The group broke up at the hotel, some people stopping in the lobby, some people heading back out again, and it was only him and Chris who got off the elevator at their floor. Chris paused at one door to get out his keycard and glanced at Victor as he swiped it. Victor followed him in, and didn't let him pause long enough to turn on the lights before he pushed him to the bed, climbed into his lap, and kissed him.

Chris's arms were around him instantly, and then a hand in his hair to tilt his head into a better angle. "Impatient," Chris teased when they broke apart. "Were you longing for my touch, Victor?"

He might have been longing for _someone's_ touch. Even that short break in the kissing was almost too much. Victor leaned into another, and he couldn't think of anything but how hot Chris's mouth felt, the touch slowly drifting down the back of his neck. It was a long few minutes before he let Chris pull them apart again, and only then did Victor start working on the buttons of their coats.

It should have been good. Instead, Victor started to lose the mood, not reacting as he should have when Chris finally touched his bare skin, tilting his head to let Chris kiss his neck without really feeling it for a few moments.

A little frustrated with himself, he leaned Chris back on the bed and kissed him harder, twisted their legs together, touched Chris how he knew he liked to be touched.

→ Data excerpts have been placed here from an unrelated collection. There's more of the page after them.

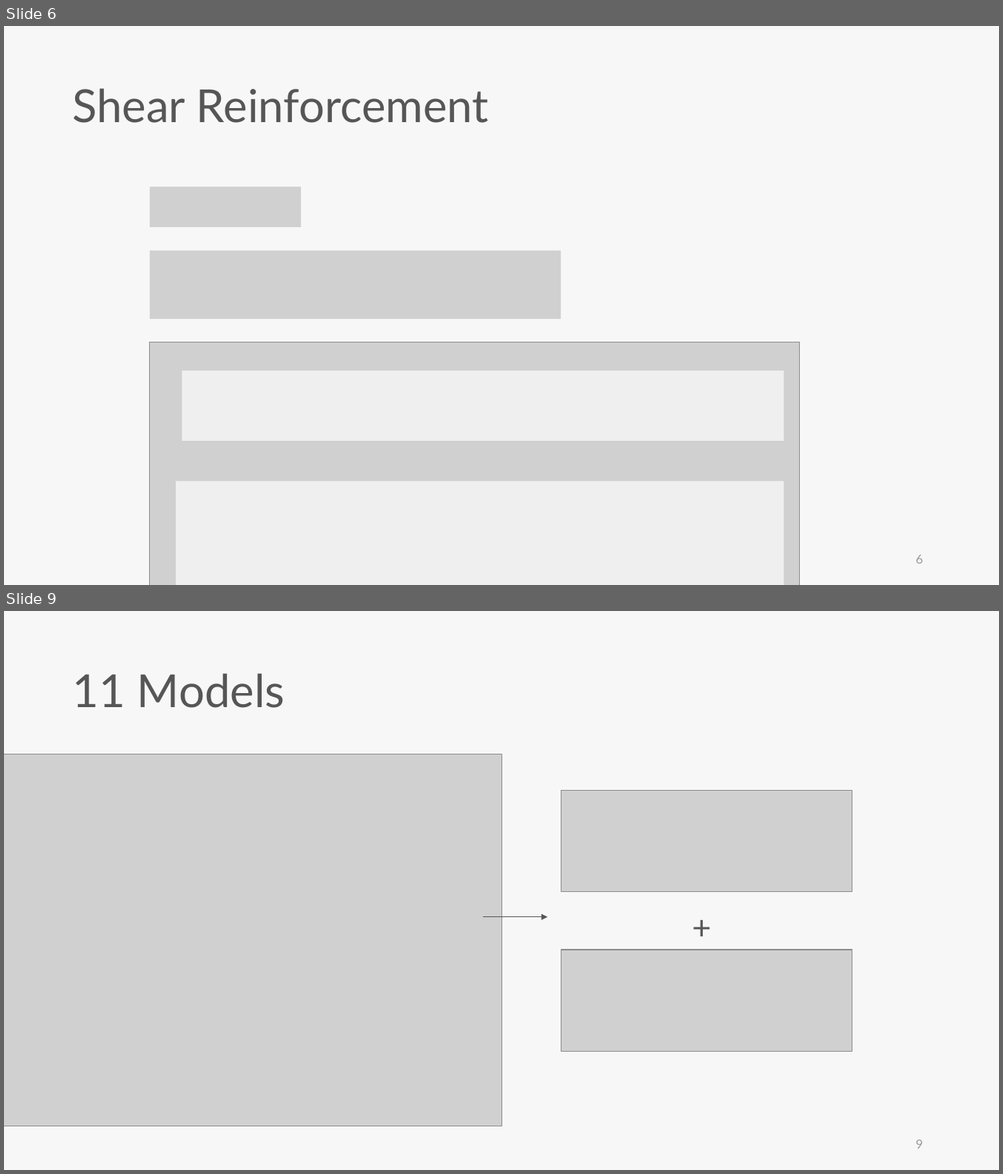
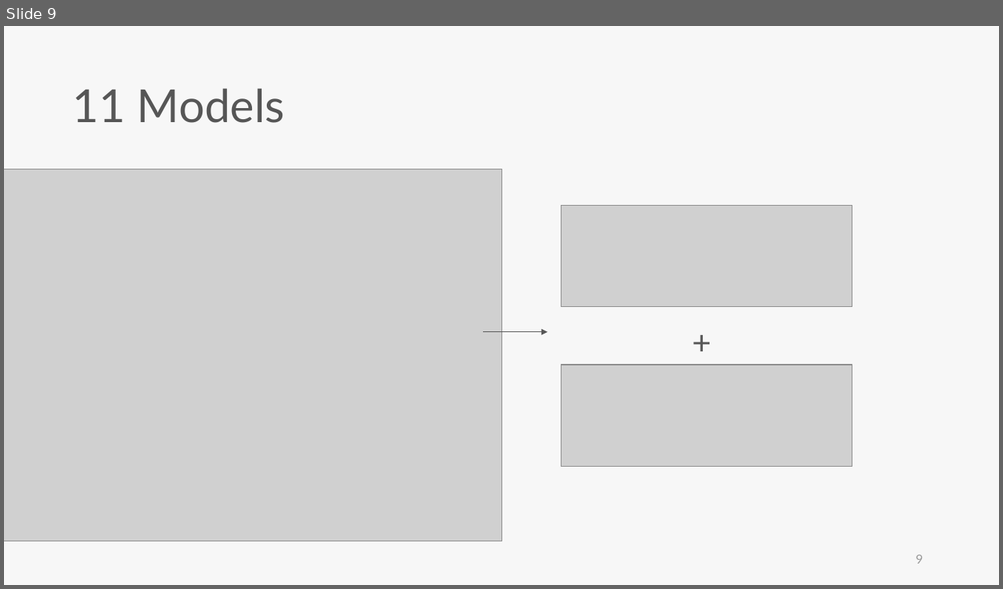
Before and after one commit to skyran1278/VbaProject, a slide deck: 20180126_SmartCut/Meeting/20190502 Meeting/20190502 Meeting.pptx. Shown one above the other, each under a label of ours: slides 6 and 9 before the commit, slide 9 after it; the slides between them are not shown. The pictures are 1003x1174 and 1003x589 pixels, drawn with LibreOffice and Linux fonts; fonts in the diff are those of the drawing; grey boxes stand for pictures. Boxes give left, top, right and bottom in pixels: in the first picture for what was removed or moved away, otherwise in the second. Text is boxed around its words. In the diff, an @@ line names an element or a change of style, - is before the commit and + after.

```diff
--- a/20180126_SmartCut/Meeting/20190502 Meeting/20190502 Meeting.pptx
+++ b/20180126_SmartCut/Meeting/20190502 Meeting/20190502 Meeting.pptx
@@ slide 6 removed at bbox=[4, 26, 999, 585], background #F7F7F7 @@
@@ text removed at bbox=[73, 88, 489, 123] @@
-Shear Reinforcement
@@ picture removed at bbox=[150, 187, 301, 227] @@
@@ picture removed at bbox=[150, 250, 560, 319] @@
@@ picture removed at bbox=[150, 342, 800, 585] @@
@@ rectangle removed at bbox=[182, 371, 784, 441] @@
@@ rectangle removed at bbox=[176, 481, 784, 585] @@
@@ page number removed at bbox=[916, 555, 923, 564] @@
-6
```
Also in this commit, not shown: 7 slides changed, 3 slides added, 3 other files.
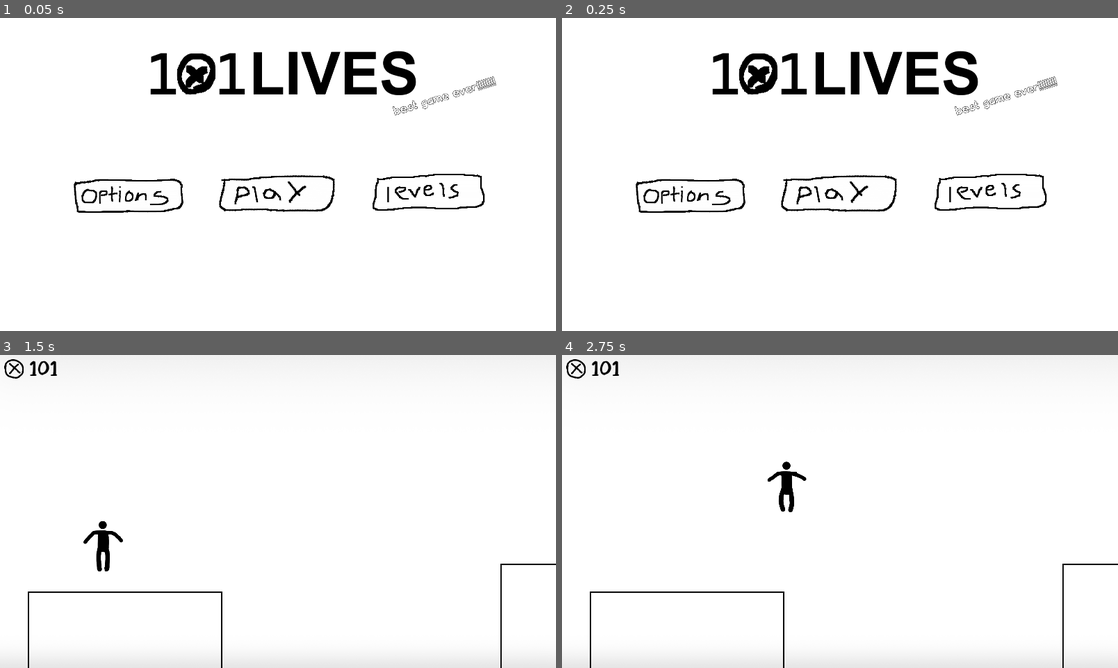
Above: before the commit, frames 1-4 (two rows, left to right).
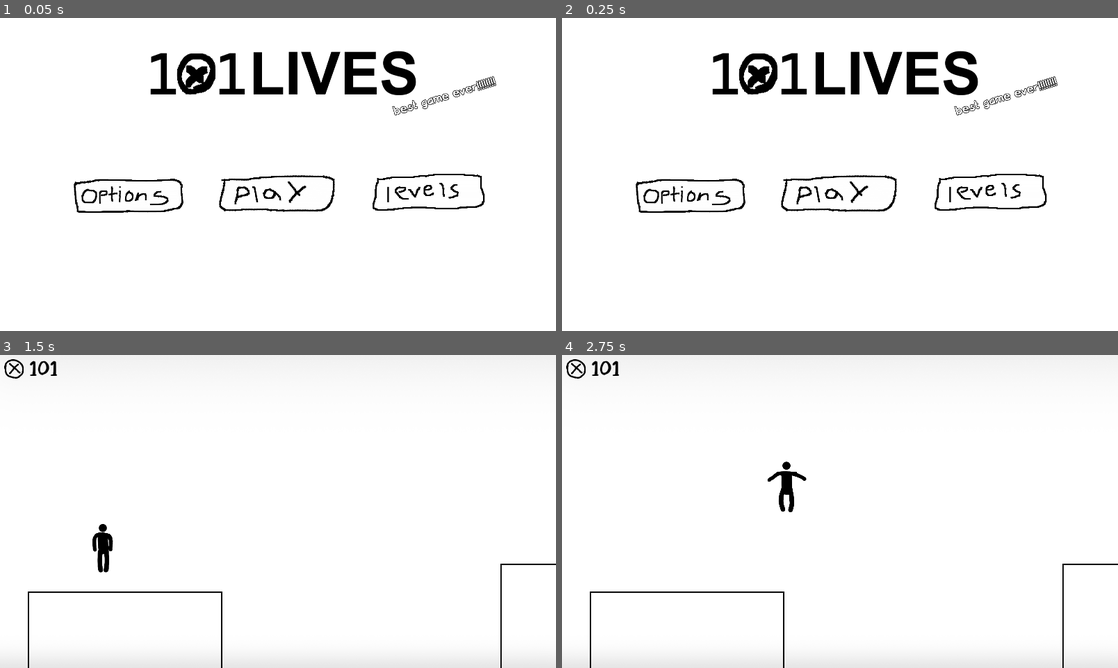
Above: after the commit, the same moments.

Repository: idrinkradium/101LIVES
Game: Godot game, scene res://mainmenu.tscn
The game is run twice, just before and just after one commit, with the same random seed, the same clock (stepped at 60 frames per second) and the same inputs. Sound files missing from this copy of the repository are replaced by a short silence.
Inputs (mouse positions are in pixels of both pictures, inside the frame that each line leads up to):
- Up to frame 1 (0.05 s): no input
- Up to frame 2 (0.25 s): no input
- Up to frame 3 (1.5 s): click (278, 530) at 0.5 s; click "Level 1" at 1.25 s
- Up to frame 4 (2.75 s): tap Enter (ui_accept) at 2, 2.27 s; move the mouse to (962, 495) at 2.02 s; hold Right (ui_right) from 2.03 s (still down); hold Middle mouse button (Camera Pan) from 2.03 s (still down); click (962, 495) at 2.17 s

The runs differ from the first frame. In frame 1, 0.2% of the frame differs, in the area x 70-90%, y 18-32%; in frame 2, 0.2%; in frame 3, 0.3%, in the area x 15-23%, y 52-70%; in frame 4, nothing differs.

Commit message:
slight cahnges

Diff:
--- a/game.tscn
+++ b/game.tscn
@@ -131,7 +131,7 @@
 
 [node name="Music" type="AudioStreamPlayer" parent="."]
 stream = SubResource("AudioStreamRandomizer_mb62d")
-volume_db = -15.0
+volume_db = -17.0
 autoplay = true
 script = ExtResource("12_v5606")
 
--- a/mainmenu.tscn
+++ b/mainmenu.tscn
@@ -2,7 +2,7 @@
 
 [ext_resource type="Script" path="res://mainmenu.gd" id="1_1ra5l"]
 [ext_resource type="Texture2D" uid="uid://b6tk65u5eo2y0" path="res://ui/101lives logo.png" id="2_ot5ck"]
-[ext_resource type="Texture2D" uid="uid://ept00eui0ixr" path="res://ui/Play1.png" id="2_q0lq7"]
+[ext_resource type="Texture2D" uid="uid://ept00eui0ixr" path="res://ui/play1.png" id="2_q0lq7"]
 [ext_resource type="FontFile" uid="uid://bkoydq55snmj8" path="res://gobaaahandwrittencomic-regular-webfont.ttf" id="3_uc0vy"]
 [ext_resource type="Texture2D" uid="uid://dgy0x34a04ym7" path="res://ui/options1.png" id="4_rsc4b"]
 [ext_resource type="Texture2D" uid="uid://bej33vxk5ktur" path="res://ui/levels1.png" id="5_rtmgw"]
@@ -33,6 +33,8 @@
 autostart = true
 
 [node name="MouseBox" type="StaticBody2D" parent="."]
+collision_layer = 255
+collision_mask = 255
 
 [node name="CollisionShape2D" type="CollisionShape2D" parent="MouseBox"]
 shape = SubResource("CircleShape2D_jlhxc")
@@ -70,7 +72,7 @@
 theme_override_colors/font_color = Color(1, 1, 1, 1)
 theme_override_colors/font_shadow_color = Color(0, 0, 0, 1)
 theme_override_colors/font_outline_color = Color(0.0235294, 0.0235294, 0.0235294, 1)
-theme_override_constants/outline_size = 8
+theme_override_constants/outline_size = 13
 theme_override_fonts/font = ExtResource("3_uc0vy")
 theme_override_font_sizes/font_size = 100
 text = "best game ever!!!!!!!!"
--- a/piston.tscn
+++ b/piston.tscn
@@ -20,8 +20,8 @@
 
 [node name="AnimatableBody2D" type="AnimatableBody2D" parent="."]
 position = Vector2(0, -1.90735e-06)
-collision_layer = 20
-collision_mask = 20
+collision_layer = 245
+collision_mask = 245
 
 [node name="Sprite" type="Sprite2D" parent="AnimatableBody2D"]
 position = Vector2(0, -12)
--- a/playerscene.tscn
+++ b/playerscene.tscn
@@ -314,7 +314,12 @@
 
 [sub_resource type="CapsuleShape2D" id="CapsuleShape2D_ychls"]
 radius = 17.0
-height = 58.0
+height = 100.0
+
+[sub_resource type="CapsuleShape2D" id="CapsuleShape2D_1rsy0"]
+height = 46.0
+
+[sub_resource type="CircleShape2D" id="CircleShape2D_31prm"]
 
 [node name="Player" type="CharacterBody2D"]
 collision_layer = 253
@@ -332,7 +337,9 @@
 position = Vector2(-5.96046e-08, 2.98023e-08)
 scale = Vector2(0.233, 0.233)
 sprite_frames = SubResource("SpriteFrames_mr0gl")
-animation = &"impact fall"
+animation = &"Jump"
+frame = 23
+frame_progress = 1.0
 
 [node name="Footsteps" type="AudioStreamPlayer2D" parent="."]
 stream = ExtResource("60_iseu8")
@@ -348,13 +355,26 @@
 pitch_scale = 0.96
 
 [node name="StaticBody2D" type="StaticBody2D" parent="."]
+visible = false
 position = Vector2(0, 24)
 collision_layer = 2
 collision_mask = 2
 
 [node name="CollisionShape2D" type="CollisionShape2D" parent="StaticBody2D"]
-position = Vector2(0, 2)
+position = Vector2(0, -17)
 shape = SubResource("CapsuleShape2D_ychls")
+
+[node name="CollisionShape2D2" type="CollisionShape2D" parent="StaticBody2D"]
+position = Vector2(-13, -37)
+shape = SubResource("CapsuleShape2D_1rsy0")
+
+[node name="CollisionShape2D3" type="CollisionShape2D" parent="StaticBody2D"]
+position = Vector2(13, -37)
+shape = SubResource("CapsuleShape2D_1rsy0")
+
+[node name="CollisionShape2D4" type="CollisionShape2D" parent="StaticBody2D"]
+position = Vector2(0, -73)
+shape = SubResource("CircleShape2D_31prm")
 
 [connection signal="animation_changed" from="AnimatedSprite2D" to="." method="_on_animated_sprite_2d_animation_changed"]
 [connection signal="animation_finished" from="AnimatedSprite2D" to="." method="_on_animated_sprite_2d_animation_finished"]
--- a/pressureplate.tscn
+++ b/pressureplate.tscn
@@ -20,7 +20,7 @@
 [node name="StaticBody2D" type="StaticBody2D" parent="."]
 position = Vector2(0, -12)
 scale = Vector2(0.2, 0.2)
-collision_layer = 245
+collision_layer = 253
 collision_mask = 253
 
 [node name="Sprite2D" type="Sprite2D" parent="StaticBody2D"]
--- a/ragdoll.tscn
+++ b/ragdoll.tscn
@@ -30,6 +30,7 @@
 position = Vector2(0, -32)
 collision_layer = 6
 collision_mask = 6
+mass = 0.5
 continuous_cd = 2
 
 [node name="Sprite2D" type="Sprite2D" parent="head"]
@@ -49,7 +50,7 @@
 collision_layer = 6
 collision_mask = 6
 input_pickable = true
-mass = 2.0
+gravity_scale = 0.8
 continuous_cd = 2
 
 [node name="Sprite2D" type="Sprite2D" parent="torso"]
Not shown: 1 places in playerscene.tscn that only renumber resources
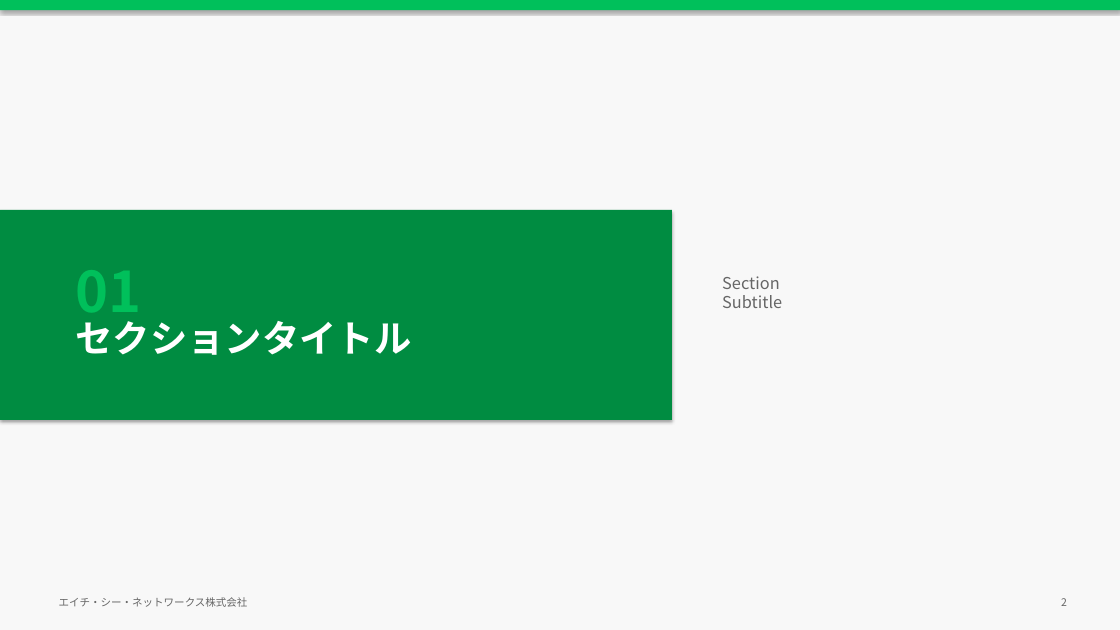
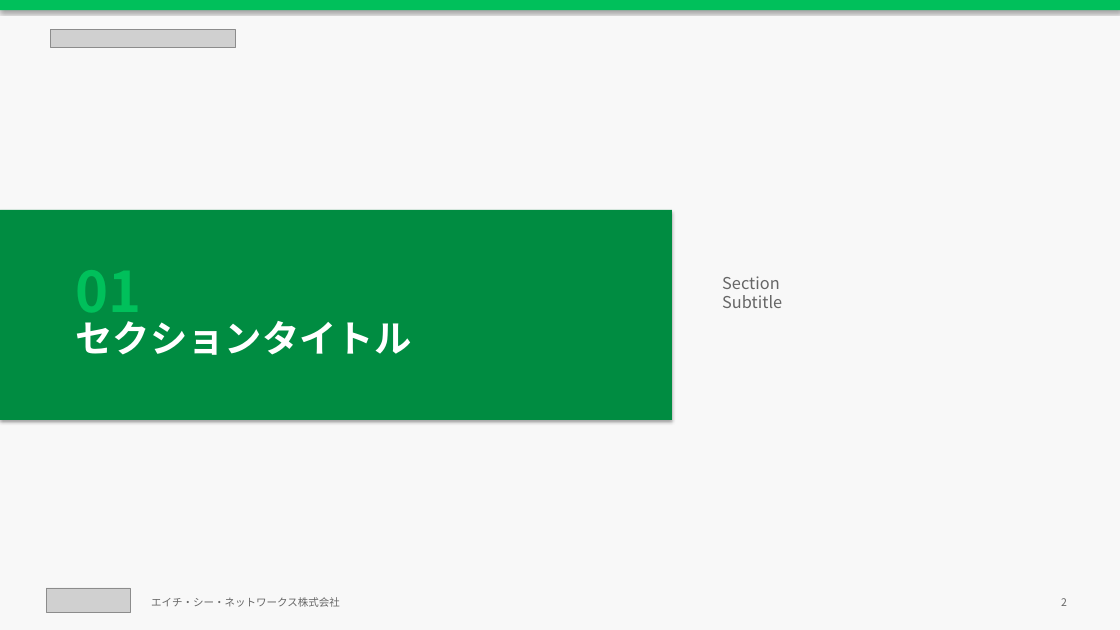
Before and after one commit to Enkhee-iu/SmartAttend, a slide deck: slide 2 of docs/templates/HCNET_PowerPoint_Template.pptx. Drawn at 1120x630 pixels with LibreOffice and Linux fonts; fonts in the diff are those of the drawing; grey boxes stand for pictures. Boxes give left, top, right and bottom in pixels: in the first picture for what was removed or moved away, otherwise in the second. Text is boxed around its words. In the diff, an @@ line names an element or a change of style, - is before the commit and + after.

```diff
--- a/docs/templates/HCNET_PowerPoint_Template.pptx
+++ b/docs/templates/HCNET_PowerPoint_Template.pptx
@@ picture added at bbox=[50, 29, 235, 47] @@
@@ picture added at bbox=[46, 588, 130, 613] @@
@@ text "エイチ・シー・ネットワークス株式会社": place and size @@
-text "エイチ・シー・ネットワークス株式会社" at bbox=[59, 597, 248, 607]
+text "エイチ・シー・ネットワークス株式会社" at bbox=[151, 597, 340, 607]
```
Also in this commit, not shown: 8 other slides changed, 7 slides added, 4 other files.

But as much as it pleased him to see Chris's eyes flutter in the dim light peeking through the window, as much as he enjoyed running his fingers across his chest and the feel of Chris's firm calves against his own, it wasn't _working_ like it should have. He didn't know why. It wasn't like he'd been drinking, and he wasn't _that_ tired.

He meant to keep going, but of course Chris noticed that he wasn't getting into it. "Victor?"

"It's fine," Victor reassured him. He kissed Chris again, and Chris let him, but then took his hand when Victor tried to move it lower.

"Are you sure? We don't have to if you're too tired." He _wasn't_. Was he? The timezone was only a couple hours off, and he'd gotten up a bit early to play with Makkachin and make sure she had a proper amount of affection before he left her, but not that early. Maybe he hesitated a moment too long thinking about it, because Chris nudged him and said, "Really, Victor, it's fine."

Of course Chris would be like that. And now Victor felt like he had ruined the mood for both of them. "Sorry."

"It's okay. Don't apologize." Chris started to turn over and reach for the lamp, but Victor was the one to grab his hand this time. If nothing else, he wanted to at least stay like this, comfortable and close in the dark. In the morning, maybe his body would be up for more fun things.

Which didn't really solve the problem for Chris. "Are you sure you don't want me to?"

"Only if you want to."

Victor liked making people happy. He leaned forward for yet another kiss, heated enough to be a pleasure of its own even if the rest of him wasn't getting turned on properly – Chris knew how to kiss him properly, and he moaned into Victor's mouth when Victor wrapped a hand around him.

It was quiet for a while afterward. It was nice. Victor liked cuddling, too, and he was already looking forward to waking with his face buried in Chris's hair, or tucked against his collarbone. Makkachin was the best dog in the world, but sleeping next to her wasn't the same as having a human to wake him up with a kiss.

Chris wouldn't have been a bad choice for that human, not at all. It was really too bad that he lived so far away. And that he was more the kind of guy to keep things casual. (He might have mentioned boyfriends a couple of times before, but Victor didn't know how serious those had been.)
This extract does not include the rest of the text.